Although there have been close contacts established between staff who then tested positive and patients, we have not recorded infections within our unit. We think this data can be justified by the careful use by staff and patients of adequate PPE and rigorous hands washing after each contact.

In conclusion, we believe that careful screening before admitting patients to the ward, combined with adequate use of PPE, could avoid the collapse of our health system and prevent further delays in the treatment of surgical diseases.

Also, considering the recent evidence of the efficacy of the vaccines tested so far [[10], [11], [12]], healthcare staff should be vaccinated as soon as possible.

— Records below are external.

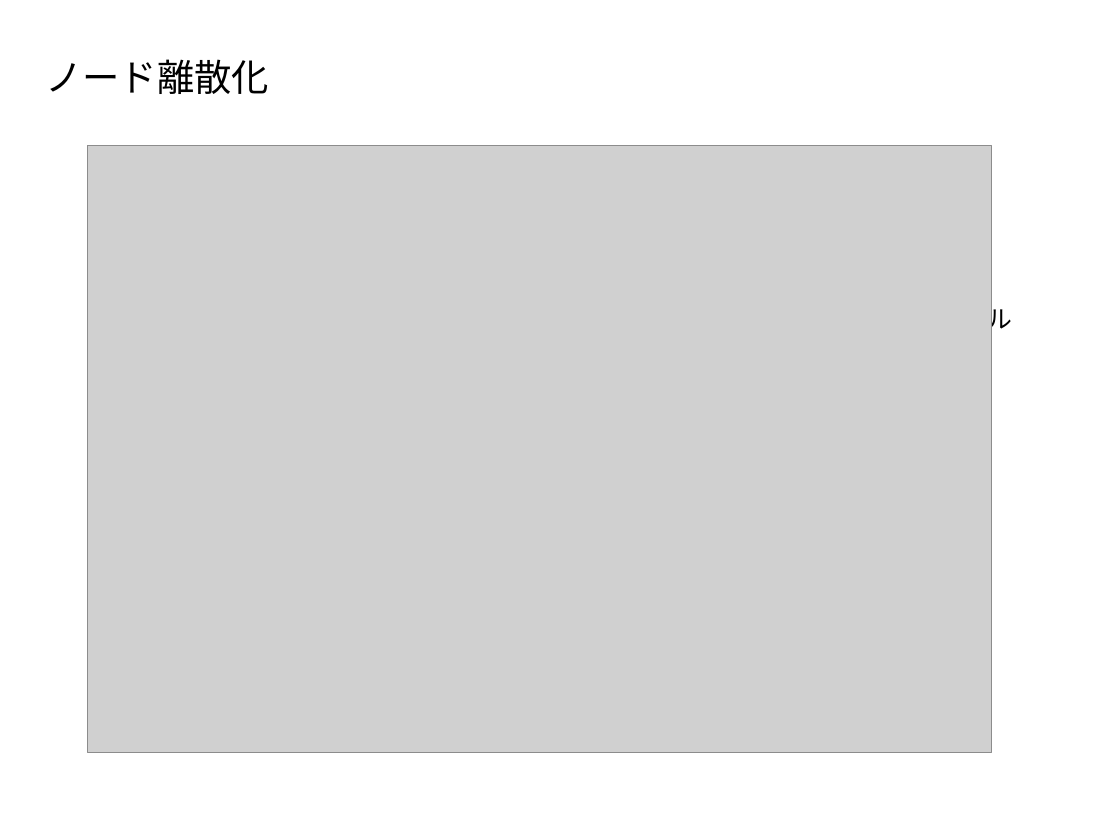
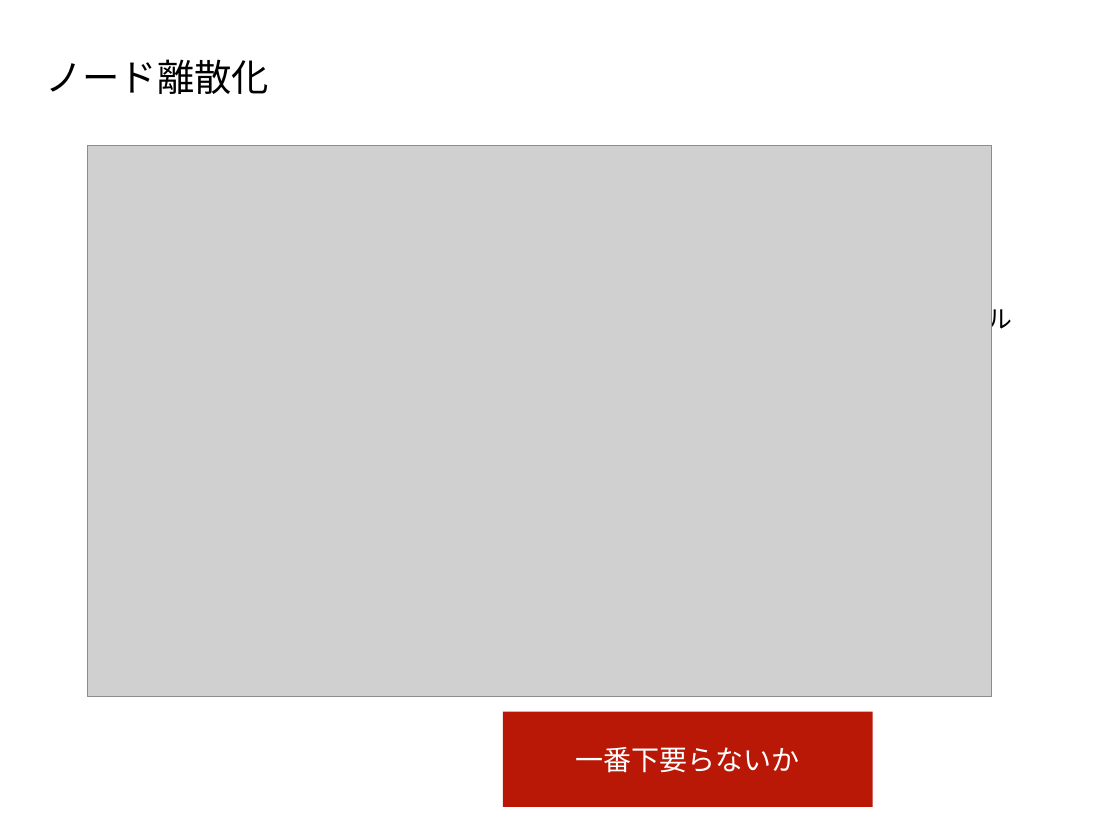
Before and after one commit to sohsugi1108/optimization, a slide deck: slide 5 of doc/不在確率_tsp.pptx (slide 6 before the commit). Drawn at 1120x840 pixels with LibreOffice and Linux fonts; fonts in the diff are those of the drawing; grey boxes stand for pictures. Boxes give left, top, right and bottom in pixels: in the first picture for what was removed or moved away, otherwise in the second. Text is boxed around its words. In the diff, an @@ line names an element or a change of style, - is before the commit and + after.

```diff
--- a/doc/不在確率_tsp.pptx
+++ b/doc/不在確率_tsp.pptx
@@ picture: place and size @@
-picture at (87,146,991,753)
+picture at (87,146,991,697)
@@ rectangle added at (503,711,872,806), fill #BA1806, 18 pt, text #FFFFFF @@
+一番下要らないか
```
Also in this commit, not shown: 5 other slides changed, 2 slides removed, 3 other files.
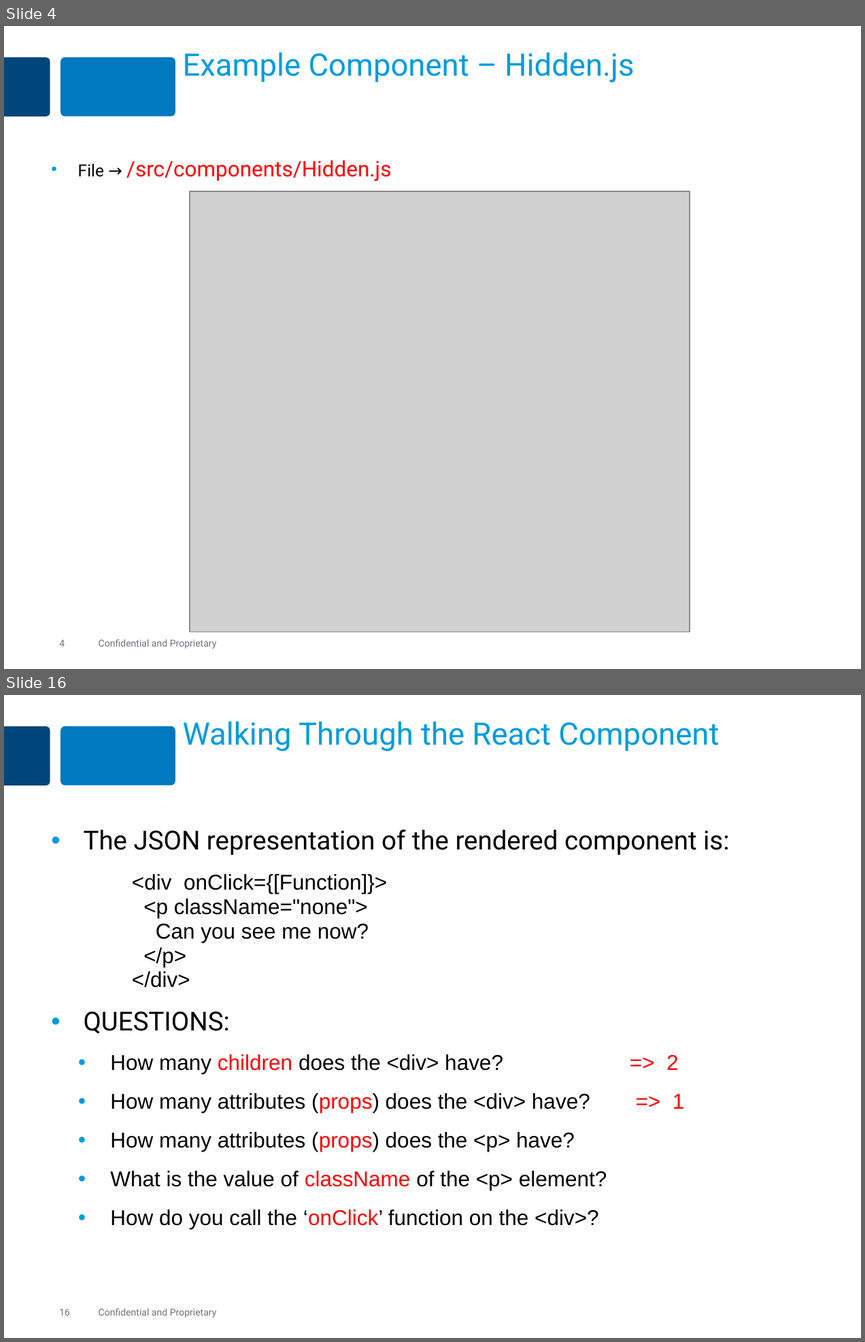
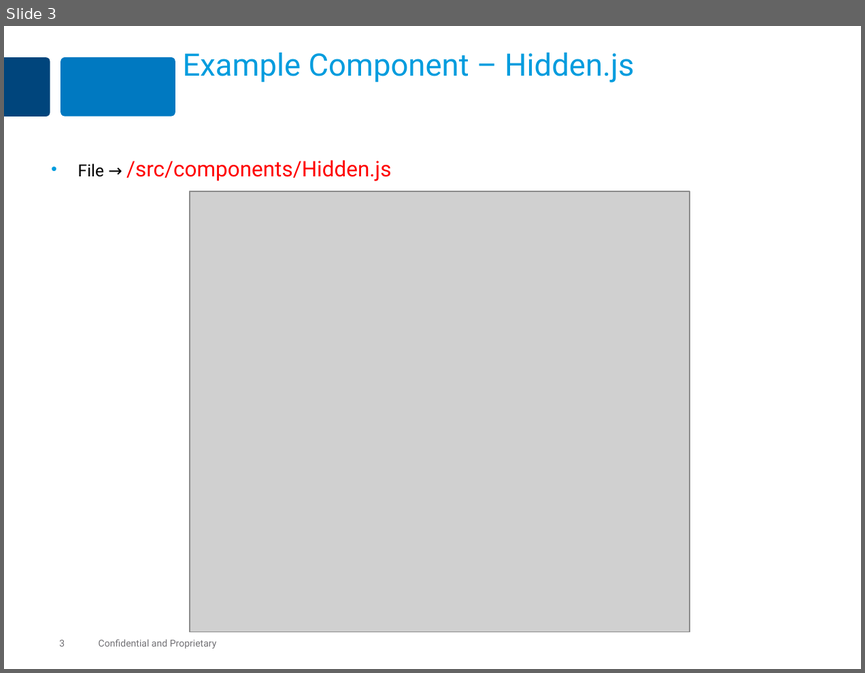
Before and after one commit to MaxMillington/react_practice, a slide deck: lesson-react-60-debugging/react-debugging.pptx. Shown one above the other, each under a label of ours: slides 4 and 16 before the commit, slide 3 after it; the slides between them are not shown. The pictures are 865x1342 and 865x673 pixels, drawn with LibreOffice and Linux fonts; fonts in the diff are those of the drawing; grey boxes stand for pictures. Boxes give left, top, right and bottom in pixels: in the first picture for what was removed or moved away, otherwise in the second. Text is boxed around its words. In the diff, an @@ line names an element or a change of style, - is before the commit and + after.

```diff
--- a/lesson-react-60-debugging/react-debugging.pptx
+++ b/lesson-react-60-debugging/react-debugging.pptx
@@ slide 16 removed at (4,695,861,1338), background #FFFFFF; not listed: 4 template elements that a slide beside it also shows @@
@@ title removed at (183,722,719,751) @@
-Walking Through the React Component
@@ text removed at (84,829,729,1229) @@
-• The JSON representation of the rendered component is:
-      <div onClick={[Function]}>
-      <p className="none">
-      Can you see me now?
-      </p>
-      </div>
-• QUESTIONS:
-  • How many children does the <div> have? => 2
-  • How many attributes (props) does the <div> have? => 1
-  • How many attributes (props) does the <p> have?
-  • What is the value of className of the <p> element?
-  • How do you call the ‘onClick’ function on the <div>?
@@ what was slide 4 is now slide 3 @@
@@ page number at (59,639,65,646): text changed @@
-4
+3
```
Also in this commit, not shown: 3 slides changed, 6 slides added, 25 other slides removed, 37 other files.

Data availability statement

The data used to support the findings of this study are available from the corresponding author upon request.

Sources of funding

No funding for the research was received.

Ethical approval

Ethical approval was not needed for this study.

Author contribution

Federico Cappellacci: design of the study, analysis of data, drafting the manuscript, final approval of the version to be published. Giacomo Anedda: acquisition of data, analysis of data, critical revision of the manuscript, final approval of the version to be published. Stefano del Giacco: critical revision of the manuscript, final approval of the version to be published. Ferdinando Coghe: Interpretation of data, critical revision of the manuscript, final approval of the version to be published. Riccardo Cappai: critical revision of the manuscript, final approval of the version to be published. Gian Luigi Canu: Interpretation of data, critical revision of the manuscript, final approval of the version to be published. Enrico Erdas: critical revision of the manuscript, final approval of the version to be published. Pietro Giorgio Calò: Interpretation of data, critical revision of the manuscript, final approval of the version to be published. Fabio Medas: design of the study, analysis and interpretation of data, drafting the manuscript, final approval of the version to be published. Davide Firinu: design of the study, interpretation of data, drafting the manuscript, final approval of the version to be published.

Trial registry number

Name of the registry: ClinicalTrials.gov.

Unique Identifying number or registration ID: NCT04839913.

Hyperlink to your specific registration (must be publicly accessible and will be checked): https://clinicaltrials.gov/ct2/show/NCT04839913.

Guarantor

Dott. Federico Cappellacci.

Consent

Informed consent was administered to each patient involved in the study.

Declaration of competing interest

The authors declare no conflicts of interest.